All these critiques remain valid. And the way Trump is validating them could have grave political consequences, even though it is almost certainly the case that no laws were broken. As Lawfare writes in its analysis of the Washington Post’s reporting:
This may well be a violation of the President’s oath of office... If the President gave this information away through carelessness or neglect, he has arguably breached his oath of office. As Quinta and Ben have elaborated on in some detail, in taking the oath President Trump swore to “faithfully execute the Office of President of the United States” and to “preserve, protect and defend the Constitution of the United States” to the best of his ability. It’s very hard to argue that carelessly giving away highly sensitive material to an adversary foreign power constitutes a faithful execution of the office of President.
Violating the oath of office does not require violating a criminal statute.
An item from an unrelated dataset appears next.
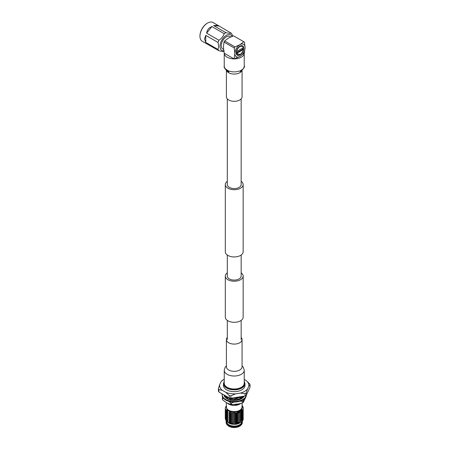 <?xml version="1.0" encoding="UTF-8"?>
<svg xmlns="http://www.w3.org/2000/svg" width="450" height="450" viewBox="0 0 450 450"><rect width="100%" height="100%" fill="white"/><g stroke="black" fill="none" stroke-linecap="round" stroke-linejoin="round"><path stroke-width="0.67" d="M241.161 272.829A8.921 5.152 180 0 1 243.152 276.075A8.921 5.152 180 0 1 237.645 280.834A8.921 5.152 180 0 1 227.925 279.714A8.921 5.152 180 0 1 225.309 276.075A8.921 5.152 180 0 1 227.301 272.829M243.152 276.075L243.152 317.16A8.921 5.152 180 0 1 237.645 321.919A8.921 5.152 180 0 1 227.925 320.805A8.921 5.152 180 0 1 225.309 317.16L225.309 276.075M227.301 181.316A8.921 5.152 0 0 0 225.309 184.556A8.921 5.152 0 0 0 227.925 188.201A8.921 5.152 0 0 0 237.645 189.315A8.921 5.152 0 0 0 243.152 184.556A8.921 5.152 0 0 0 241.161 181.316M225.309 184.556L225.309 251.792A8.921 5.152 0 0 0 227.925 255.437A8.921 5.152 0 0 0 237.645 256.551A8.921 5.152 0 0 0 243.152 251.792L243.152 184.556M227.301 98.899L227.301 184.556A6.93 3.999 0 0 0 229.331 187.386A6.93 3.999 0 0 0 236.886 188.257A6.93 3.999 0 0 0 241.161 184.556L241.161 98.899M241.161 255.037L241.161 276.075A6.93 3.999 180 0 1 236.886 279.771A6.93 3.999 180 0 1 229.331 278.904A6.93 3.999 180 0 1 227.301 276.075L227.301 255.037M244.232 53.1A10.001 5.771 180 0 1 244.232 53.123A10.001 5.771 180 0 1 234.203 58.894M234.039 58.894A10.001 5.771 180 0 1 227.16 57.201A10.001 5.771 180 0 1 224.235 53.229L224.235 66.116A10.001 5.771 180 0 0 227.16 70.2A10.001 5.771 180 0 0 241.301 70.2A10.001 5.771 180 0 0 244.232 66.116C245.199 66.313 244.063 68.046 240.834 71.325L240.238 71.617M242.066 70.481L242.066 96.789A7.836 4.522 180 0 1 237.229 100.969A7.836 4.522 180 0 1 228.696 99.984A7.836 4.522 180 0 1 226.401 96.789L226.401 70.481M224.235 370.238L224.235 383.231A10.001 5.771 0 0 0 227.16 387.315A10.001 5.771 0 0 0 238.061 388.564A10.001 5.771 0 0 0 244.232 383.231L244.232 370.238A10.001 5.771 0 0 1 241.301 374.321A10.001 5.771 0 0 1 227.16 374.321A10.001 5.771 0 0 1 224.235 370.238L225.214 367.116L226.401 365.873M227.301 337.455A7.836 4.522 0 0 0 226.401 339.564A7.836 4.522 0 0 0 228.696 342.765A7.836 4.522 0 0 0 237.229 343.744A7.836 4.522 0 0 0 242.066 339.564A7.836 4.522 0 0 0 241.161 337.455M226.277 398.137L226.558 398.464M243.568 396.321A9.461 5.462 180 0 1 242.679 397.896M222.559 396.951L222.317 399.279A12.223 7.059 0 0 0 222.547 399.786L222.547 398.183L223.706 398.531M245.801 397.153L243.191 402.508L243.703 399.431M240.047 401.203L242.55 401.276L242.55 402.879L237.032 404.404L231.508 404.589L231.508 402.986L234.287 402.058M228.774 401.31L230.631 402.846L230.631 404.454L226.592 402.789L222.547 399.786M222.547 398.183A12.223 7.059 180 0 1 222.317 397.676M231.508 402.986A12.223 7.059 180 0 1 230.631 402.846M230.631 404.454A12.223 7.059 0 0 0 231.508 404.589M243.191 400.905A12.223 7.059 180 0 1 242.55 401.276M242.55 402.879A12.223 7.059 0 0 0 243.191 402.508M224.949 396.489A9.461 5.462 180 0 1 224.769 395.387M242.201 398.228L243.186 396.309L242.651 397.626M246.358 395.106A12.122 6.997 180 0 1 238.838 401.535A12.122 6.997 180 0 1 225.658 400.011A12.122 6.997 180 0 1 222.109 395.061L222.109 394.498A12.122 6.997 180 0 1 222.159 393.879M246.285 395.257A12.122 6.997 180 0 1 238.258 401.102A12.122 6.997 180 0 1 225.658 399.448A12.122 6.997 180 0 1 222.109 394.498M228.578 399.465A10.294 5.94 180 0 1 226.952 398.7A10.294 5.94 180 0 1 225.062 397.198A10.294 5.94 180 0 1 225.011 397.142L224.544 396.608L225.911 396.208L226.637 397.755L225.653 397.783M244.114 396.169A10.294 5.94 180 0 1 241.509 398.7A10.294 5.94 180 0 1 241.431 398.745L240.677 399.133A10.294 5.94 180 0 1 235.845 400.371A10.294 5.94 180 0 1 235.732 400.382L234.714 400.472L235.018 399.369L234.697 400.438M224.601 396.596A10.294 5.94 180 0 1 223.965 394.92M234.726 400.438A10.294 5.94 180 0 1 229.562 399.797A10.294 5.94 180 0 1 229.461 399.769L228.538 399.493L229.573 398.644L231.002 399.786L230.619 400.067M236.936 400.236L235.018 399.369M230.771 400.095L231.278 399.724L234.692 399.938M226.637 397.755L226.148 398.177M243.467 396.27L243.928 396.495M241.279 398.183L240.159 398.115L239.923 398.739L240.351 399.279M240.705 399.167L240.159 398.115M241.301 398.183L242.246 398.233M226.614 389.835A10.772 6.221 0 0 0 238.354 391.179A10.772 6.221 0 0 0 245.008 385.436L245.008 383.608A10.772 6.221 180 0 1 238.354 389.351A10.772 6.221 180 0 1 226.614 388.007A10.772 6.221 180 0 1 223.459 383.608L223.459 385.436A10.772 6.221 0 0 0 226.614 389.835M226.35 402.649L226.35 407.025A7.881 4.551 0 0 0 228.662 410.243A7.881 4.551 0 0 0 237.246 411.227A7.881 4.551 0 0 0 242.111 407.025L242.111 403.043M227.391 403.223L228.662 404.077A7.881 4.551 0 0 0 239.805 404.077L240.497 403.678L230.726 404.786L230.074 404.291M226.704 421.537L226.704 421.729A7.532 4.348 0 0 0 228.909 424.806A7.532 4.348 0 0 0 237.116 425.751A7.532 4.348 0 0 0 241.763 421.729L241.763 421.706M225.27 417.713L225.726 419.979L228.066 421.678L226.232 421.088L228.909 423.129A7.532 4.348 0 0 0 239.558 423.129L234.343 424.26L240.418 422.629M226.204 421.048A8.117 4.686 0 0 0 226.114 421.729L226.114 422.471A8.117 4.686 0 0 0 227.053 424.659A8.117 4.686 0 0 0 228.493 425.79A8.117 4.686 0 0 0 241.414 424.659A8.117 4.686 0 0 0 242.347 422.471L242.347 421.729A8.117 4.686 0 0 0 242.291 421.172M226.114 421.729A8.117 4.686 0 0 0 228.493 425.048A8.117 4.686 0 0 0 237.341 426.06A8.117 4.686 0 0 0 242.347 421.729M227.053 424.659L227.571 425.228A7.526 4.348 0 0 0 228.909 426.274A7.526 4.348 0 0 0 240.891 425.228L241.414 424.659M240.795 403.498L240.497 403.678M228.499 403.988L230.726 404.786M243.236 418.798A9.006 5.197 0 0 1 243.236 418.854A9.006 5.197 0 0 1 241.588 421.853L240.587 422.539L230.968 423.737L228.938 422.291L231.278 423.022L228.938 421.189L231.278 421.92L228.938 420.086L231.278 420.817L228.938 418.984L231.278 419.715L228.938 417.881L231.278 418.613L228.938 416.779L231.278 417.51L228.938 415.671L231.278 416.407L228.938 414.568L231.278 415.305L228.938 413.466L231.278 414.202L228.938 412.363L231.278 412.959L228.499 410.518L226.845 409.832L228.066 410.788L225.726 410.051L228.066 411.891L225.726 411.154L228.066 412.993L225.726 412.256L228.066 414.096L225.726 413.359L228.066 415.198L225.726 414.461L228.066 416.301L225.726 415.569L228.066 417.403L225.726 416.672L228.066 418.506L225.726 417.774L228.066 419.608L225.726 418.877L228.066 420.711L225.726 419.839M229.967 411.576C235.209 412.791 239.158 411.907 241.808 408.932L242.359 407.228L242.111 406.074M242.111 405.979L241.656 410.147L236.582 412.965A9.006 5.197 0 0 0 242.044 410.535C243.349 409.067 243.518 407.565 242.539 406.024L242.111 405.591M228.499 422.899L230.968 423.737M225.231 418.264L225.726 419.979M225.27 416.61L225.726 418.736M225.231 417.161L225.726 418.877M225.27 415.502L225.726 417.634M225.231 416.053L225.726 417.774M225.27 414.399L225.726 416.531M225.231 414.951L225.726 416.672M225.27 413.297L225.726 415.429M225.231 413.848L225.726 415.569M225.27 412.194L225.726 414.326M225.231 412.746L225.726 414.461M225.27 411.092L225.726 413.224M225.231 411.643L225.726 413.359M225.27 409.989L225.726 412.121M225.231 410.541L225.726 412.256M225.27 408.887L225.726 411.019M225.231 409.438L225.726 411.154M226.018 406.209L225.225 408.268L225.726 409.916M225.231 408.336L225.726 410.051M241.588 421.853L243.203 418.264M231.278 423.022L234.231 423.253L240.598 421.594L243.236 417.713M231.278 422.887L234.231 423.118L240.598 421.453L243.203 417.161M231.278 421.92L234.231 422.151L240.598 420.491L243.236 416.61M231.278 421.785L234.231 422.016L240.598 420.351L243.203 416.053M231.278 420.817L234.231 421.048L240.598 419.389L243.236 415.502M231.278 420.683L234.231 420.913L240.598 419.248L243.203 414.951M231.278 419.715L234.231 419.946L240.598 418.286L243.236 414.399M231.278 419.58L234.231 419.805L240.598 418.146L243.203 413.848M231.278 418.613L234.231 418.843L240.598 417.184L243.236 413.297M231.278 418.478L234.231 418.702L240.598 417.043L243.203 412.746M231.278 417.51L234.231 417.741L240.598 416.081L243.236 412.194M231.278 417.369L234.231 417.6L240.598 415.941L243.203 411.643M231.278 416.407L234.231 416.638L240.598 414.973L243.236 411.092M231.278 416.267L234.231 416.498L240.598 414.838L243.203 410.541M231.278 415.305L234.231 415.536L240.598 413.871L243.236 409.989M231.278 415.164L234.231 415.395L240.598 413.736L243.203 409.438M231.278 414.202L234.231 414.433L240.598 412.768L243.236 408.887M231.278 414.062L234.231 414.293L240.598 412.633L243.236 408.819L243.163 408.127M225.304 395.696L225.529 396.321M225.276 395.674L225.472 396.338M242.078 398.222L243.152 396.315M231.278 399.864L234.692 400.078M236.436 399.892L239.957 398.784M241.014 398.166L242.741 396.382M236.171 399.797L239.957 398.649M240.823 398.154L242.646 396.394M231.278 399.724L228.938 397.89L231.278 398.762L234.231 398.852L240.598 397.192L241.481 396.574M231.278 398.762L234.231 398.987L240.598 397.327L241.678 396.546M233.123 397.868L239.169 396.934M233.882 397.749L238.523 397.035M226.485 397.429L228.066 398.514L226.519 398.014M226.761 396.534L228.066 397.553L225.726 396.681M230.979 399.819L234.692 400.118M236.475 399.904L237.358 399.707M228.938 398.025L234.231 399.032L237.358 398.604M232.931 397.896L237.358 397.502M227.104 397.884L228.066 398.655M227.104 396.782L228.066 397.553M231.278 398.621L230.76 398.199M228.938 422.291L234.231 423.298L237.358 422.871M228.938 421.189L234.231 422.196L237.358 421.768M228.938 420.086L234.231 421.093L237.358 420.66M228.938 418.984L234.231 419.991L237.358 419.558M228.938 417.881L234.231 418.888L237.358 418.455M228.938 416.779L234.231 417.786L237.358 417.353M228.938 415.671L234.231 416.683L237.358 416.25M228.938 414.568L234.231 415.581L237.358 415.147M228.938 413.466L234.231 414.478L237.358 414.045M228.938 412.363L234.231 413.37L237.358 412.942M228.938 411.261L234.231 412.267L239.979 410.76L242.359 407.267M227.104 421.048L228.066 421.813M227.104 419.946L228.066 420.711M227.104 418.843L228.066 419.608M227.104 417.741L228.066 418.506M227.104 416.638L228.066 417.403M227.104 415.536L228.066 416.301M227.104 414.428L228.066 415.198M227.104 413.325L228.066 414.096M227.104 412.223L228.066 412.993M237.122 404.91L235.294 404.601M232.279 404.634L230.996 404.854M227.104 411.12L228.066 411.891M227.104 410.017L228.066 410.788M231.278 412.959L236.582 412.965M226.232 421.088L225.641 419.839M231.278 413.1C235.834 413.724 239.422 412.869 242.044 410.535M226.35 405.652L226.845 409.832M240.39 393.092L245.036 393.632L245.036 396.028L230.889 398.216L230.889 395.82L235.536 393.846L240.39 393.092A14.625 8.443 0 0 0 247.5 388.986L248.799 386.184A14.625 8.443 0 0 0 246.195 380.576L244.232 379.44M229.224 397.957L218.863 391.978L218.863 389.582L222.266 390.291L225.821 392.344L229.224 395.561L229.224 397.957A16.161 9.332 0 0 0 230.889 398.216M224.235 379.271A14.625 8.443 0 0 0 223.892 379.463L222.806 380.093A16.161 9.332 0 0 0 222.21 380.452L220.967 381.881L219.667 384.683L218.419 388.62L218.419 391.016A16.161 9.332 0 0 0 218.863 391.978M248.799 386.184L250.048 384.761L250.048 387.152L246.257 395.319L246.257 392.929L247.5 388.986M245.036 396.028A16.161 9.332 0 0 0 246.257 395.319M245.036 393.632A16.161 9.332 0 0 0 246.257 392.929M229.224 395.561A16.161 9.332 0 0 0 230.889 395.82M218.419 388.62A16.161 9.332 0 0 0 218.863 389.582M250.048 384.761A16.161 9.332 0 0 0 249.598 383.794L246.195 380.576M225.821 392.344A14.625 8.443 0 0 0 235.536 393.846M219.667 384.683A14.625 8.443 0 0 0 222.266 390.291M223.892 379.463A14.625 8.443 0 0 0 220.967 381.881M242.775 48.701L242.859 47.942M236.16 52.74A5.378 3.105 120 0 0 237.274 55.204A5.378 3.105 120 0 0 241.419 53.764A5.378 3.105 120 0 0 243.765 48.352A5.378 3.105 120 0 0 242.651 45.889A5.378 3.105 120 0 0 238.511 47.329A5.378 3.105 120 0 0 236.16 52.74M237.021 55.024L238.208 55.125M243.259 49.466L243.264 49.095L242.708 49.151L242.797 47.976M239.963 54.562L236.582 53.432A4.916 2.841 120 0 0 239.963 54.562A4.916 2.841 120 0 0 243.343 49.528L243.264 49.095M223.56 49.393L222.756 48.932A7.206 4.163 -60 0 1 221.259 45.63A7.206 4.163 -60 0 1 224.409 38.379A7.206 4.163 -60 0 1 229.961 36.45L230.766 36.917M232.504 36.214L232.065 34.369A10.806 6.238 120 0 0 231.204 33.154C230.287 33.48 228.521 33.322 225.917 32.681L213.626 25.582L217.794 25.268L212.996 22.5A10.806 6.238 120 0 0 207.433 23.13L207.079 23.344A10.283 5.934 120 0 0 199.963 35.668L199.958 36.084A10.806 6.238 120 0 0 199.952 36.27A10.806 6.238 120 0 0 202.191 41.22L218.914 50.732C221.513 51.373 223.273 51.531 224.201 51.204M207.433 23.13A10.806 6.238 120 0 0 199.958 36.084M232.144 36.349A8.972 5.181 120 0 0 225.028 36.292A8.972 5.181 120 0 0 220.011 46.356A8.972 5.181 120 0 0 223.763 50.873M225.917 32.681A10.806 6.238 120 0 0 224.201 33.671C223.279 36.343 221.518 38.537 218.914 40.247A10.806 6.238 120 0 0 218.053 42.458L218.694 46.356L218.053 49.511A10.806 6.238 120 0 0 218.914 50.732M218.053 49.511L205.768 42.418L204.491 38.891L205.768 35.364L218.053 42.458M218.914 40.247L206.623 33.154C207.118 29.874 208.884 27.681 211.911 26.573L224.201 33.671M217.794 25.268L231.204 33.154M207.641 44.224L206.989 43.988M211.911 26.573L206.623 33.154M205.768 35.364L205.768 42.418M218.919 26.055L213.626 25.582M245.059 47.514L244.451 42.12L243.804 41.743L239.963 44.663L234.911 46.879L234.264 47.998L234.872 53.578L234.101 58.928L239.963 56.43L244.288 53.044L245.059 47.514A7.206 4.163 120 0 0 239.963 44.663A7.206 4.163 120 0 0 234.872 53.392M243.804 41.743L233.556 35.826L228.499 38.047L224.662 40.961L234.911 46.879M234.264 47.998L224.016 42.086L223.408 46.777L224.173 53.196L234.101 58.928M234.872 53.578A7.206 4.163 120 0 0 239.963 56.43A7.206 4.163 120 0 0 245.059 47.7M224.016 42.086L224.662 40.961M242.482 45.804A5.378 3.105 -60 0 1 243.354 47.284L243.231 47.582M243.343 47.649L243.343 47.661A4.916 2.841 120 0 0 240.283 46.367L242.421 46.271L243.343 47.649M236.582 53.432L243.343 49.528M243.191 49.427L243.332 49.134M243.354 47.329C242.899 45.816 241.875 45.495 240.283 46.367A4.916 2.841 120 0 0 236.582 51.564L236.177 51.57M242.421 46.271L241.656 46.024L240.283 46.367M243.343 47.661L236.582 51.564M236.166 52.926L242.708 49.151M241.819 70.678A7.836 4.522 180 0 1 239.771 72.748A7.836 4.522 180 0 1 228.696 72.748A7.836 4.522 180 0 1 226.648 70.678M226.401 366.885L226.401 366.806A7.836 4.522 0 0 0 228.696 370.001A7.836 4.522 0 0 0 239.771 370.001A7.836 4.522 0 0 0 242.066 366.806L242.066 339.564M225.231 395.651L225.287 396.394M224.235 381.769A10.316 5.957 0 0 0 226.941 387.444A10.316 5.957 0 0 0 239.333 388.412A10.316 5.957 0 0 0 244.232 381.769M241.161 320.406L241.161 339.576M227.301 320.406L227.301 339.576M244.232 53.123L244.232 66.116M226.401 69.446L228.921 71.966L227.447 71.218C224.781 68.867 223.706 67.163 224.235 66.116M226.401 366.806L226.401 339.564M242.066 365.873L243.259 367.132L244.232 370.238M230.636 400.449L230.861 399.983M245.008 383.608L244.232 381.201M240.261 422.724L240.587 422.539M224.235 381.201L223.459 383.608"/></g></svg>

If the President decided to write the nuclear codes on a sticky note on his desk and then took a photo of it and tweeted it, he would not technically have violated any criminal law–just as he hasn’t here. He has the constitutional authority to dictate that the safeguarding of nuclear materials shall be done through sticky notes in plain sight and tweeted, even the authority to declassify the codes outright. Yet, we would all understand this degree of negligence to be a gross violation of his oath of office.
Congress has alleged oath violations—albeit violations tied to criminal allegations or breaches of statutory obligations—all three times it has passed or considered seriously articles of impeachment against presidents... Further, two of the three articles of impeachment against Nixon alleged no direct violation of the law. Instead, they concerned Nixon’s abuse of his power as President, which, like the President putting the nuclear codes on Twitter, is an offense that can only be committed by the President and has thus never been explicitly prohibited in criminal law.
There’s thus no reason why Congress couldn’t consider a grotesque violation of the President’s oath as a standalone basis for impeachment—a high crime and misdemeanor in and of itself. This is particularly plausible in a case like this, where the oath violation involves giving sensitive information to an adversary foreign power. That’s getting relatively close to the “treason” language in the impeachment clauses; it’s pretty easy to imagine a hybrid impeachment article alleging a violation of the oath in service of a hostile foreign power. So legally speaking, the matter could be very grave for Trump even though there is no criminal exposure.
For a man like Trump, character is destiny. His glaring lack of mastery over himself and unwillingness to master the knowledge required to do his job well all but guarantee that he will keep damaging America’s interests so long as he remains in office. The most patriotic thing he could do for his country is to grasp his limits and resign.